Wearable MXene-enhanced organic Bio-FET paper patch for glucose detection in sweat with pH and temperature calibration
Milad Farahmandpour, Zoheir Kordrostami
Abstract
This paper proposes the design of organic Bio-FET sensors using paper as a substrate. Three different wearable biosensors have been engineered for the non-invasive monitoring of sweat biomarkers. The proposed sensors, which have a field-effect transistor (FET) structure, contribute to an array that is flexible, bendable, affordable, disposable, and biocompatible. The approach of drawing Organic FETs (OFETs) on paper using a paintbrush could successfully make cost-effective sweat biochemical sensors (glucose and pH Sensors) and biophysical sensors (temperature-sensor) which are versatile and sensors for real-time health monitoring. PDMS, PEDOT: PSS, and sensitive materials have been used as the oxide layer, source/drain electrodes, and the FET channel, respectively. The wearable glucose sensor utilizes a composite of copper oxide (CuO), carboxyl-functionalized multiwall carbon nanotubes (MWCNT-COOH), and Ti₃C₂ MXene (Ti₃C₂ MXene/CuO/MWCNT) as the channel material in its FET structure, enhancing its sensitivity and performance. Additionally, Ti 3 C 2 MXene/MWCNT and Ti₃C₂ MXene/rGO/MWCNT composites were employed in the pH and temperature sensors, respectively, to enhance their functionality and performance.

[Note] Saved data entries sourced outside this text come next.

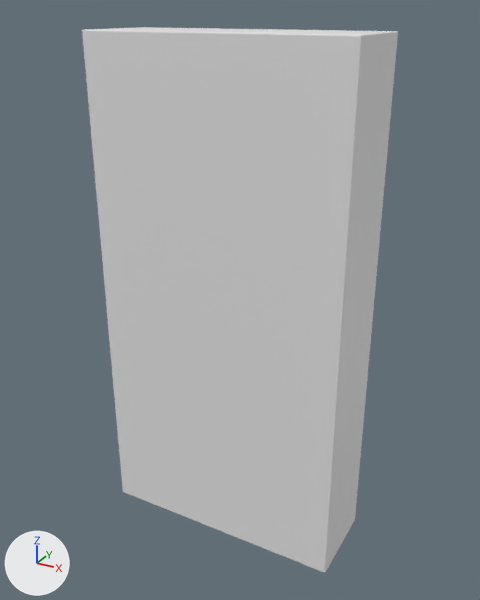
The FBX model Unity/Assets/3D/Props/armory.fbx as it was, and as the next commit left it.
Camera for both pictures: a camera (50 mm lens) standing at (6.14, -10.95, 10.83) and looking at (0.08, 0.08, 5.32). Arrows for +X, +Y and +Z are at lower left; the lights stay in place. Where no turn or scale is listed for an object, it has been applied to the vertices.

In view in the first picture: 'armoire'.
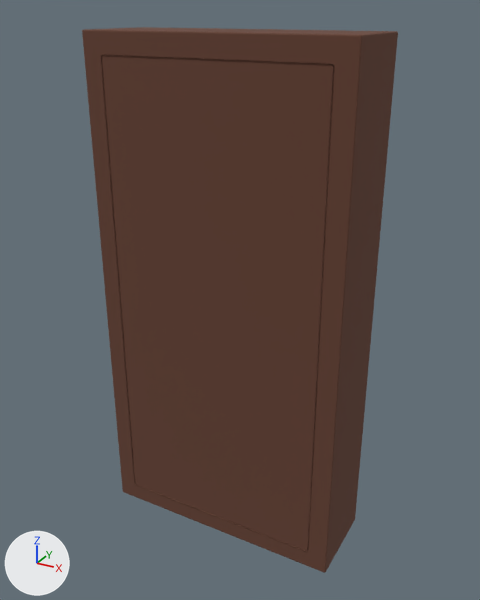
What differs and where, as boxes [x1, y1, x2, y2] in the pictures (480 x 600 px):
part 1 of me_cube_014, recoloured (white to brown)
    both: [82, 27, 398, 37]
part 2 of me_cube_014, recoloured
    both: [124, 492, 346, 573]
part 3 of me_cube_014, recoloured (grey to brown)
    both: [83, 31, 398, 572]
part 4 of me_cube_014, recoloured
    both: [82, 31, 123, 489]

What changed in the scene script:
```text
Add mat_bois_02:
    mat_bois_02 = principled_material('Bois_02')
    mat_bois_02.base_color = (0.107, 0.0568, 0.042)  # brown #5c433a
    mat_bois_02.roughness = 1.0
Add mat_bois_01:
    mat_bois_01 = principled_material('Bois_01')
    mat_bois_01.base_color = (0.133, 0.0528, 0.0324)  # brown #664132
    mat_bois_01.roughness = 1.0
Change me_cube_014:
    where me_cube_014.from_pydata(...)  # 856 vertices, 837 faces; spans x -2.66..2.66, y -0.92..0.92, z 0.0..10.47
    used by ob_armoire; location = (0.0, 0.0, 0.0)
    me_cube_014 part 1: all 103 faces centred in x -2.66..2.66, y -0.91..0.92, z 10.04..10.47 switch from no material to mat_bois_01 (brown #664132)
    me_cube_014 part 2: all 59 faces centred in x 0.0..2.66, y -0.91..0.92, z 0.0..0.44 switch from no material to mat_bois_01 (brown #664132)
    me_cube_014 part 3: all 16 faces centred in x 0.0..2.66, y -0.92..0.92, z 5.24 switch from no material to mat_bois_01 (brown #664132)
    me_cube_014 part 4: all 15 faces centred in x -2.66..-2.24, y -0.91..0.92, z 5.24 switch from no material to mat_bois_01 (brown #664132)
    add me_cube_014.materials.append(mat_bois_02)  # brown #5c433a
```

The proposed Bio-FETs are fabricated in three different designs: resistive, side-gated and back-gated structures, and their responses are compared and discussed. Continuous health monitoring is achieved through a fully integrated, disposable wireless device that combines glucose, pH, and temperature sensing. The fabricated Bio-FET exhibits high sensitivity and promising reproducibility, stability, and repeatability. To enhance precision, the proposed glucose sensor has been calibrated using real-time temperature and pH measurements.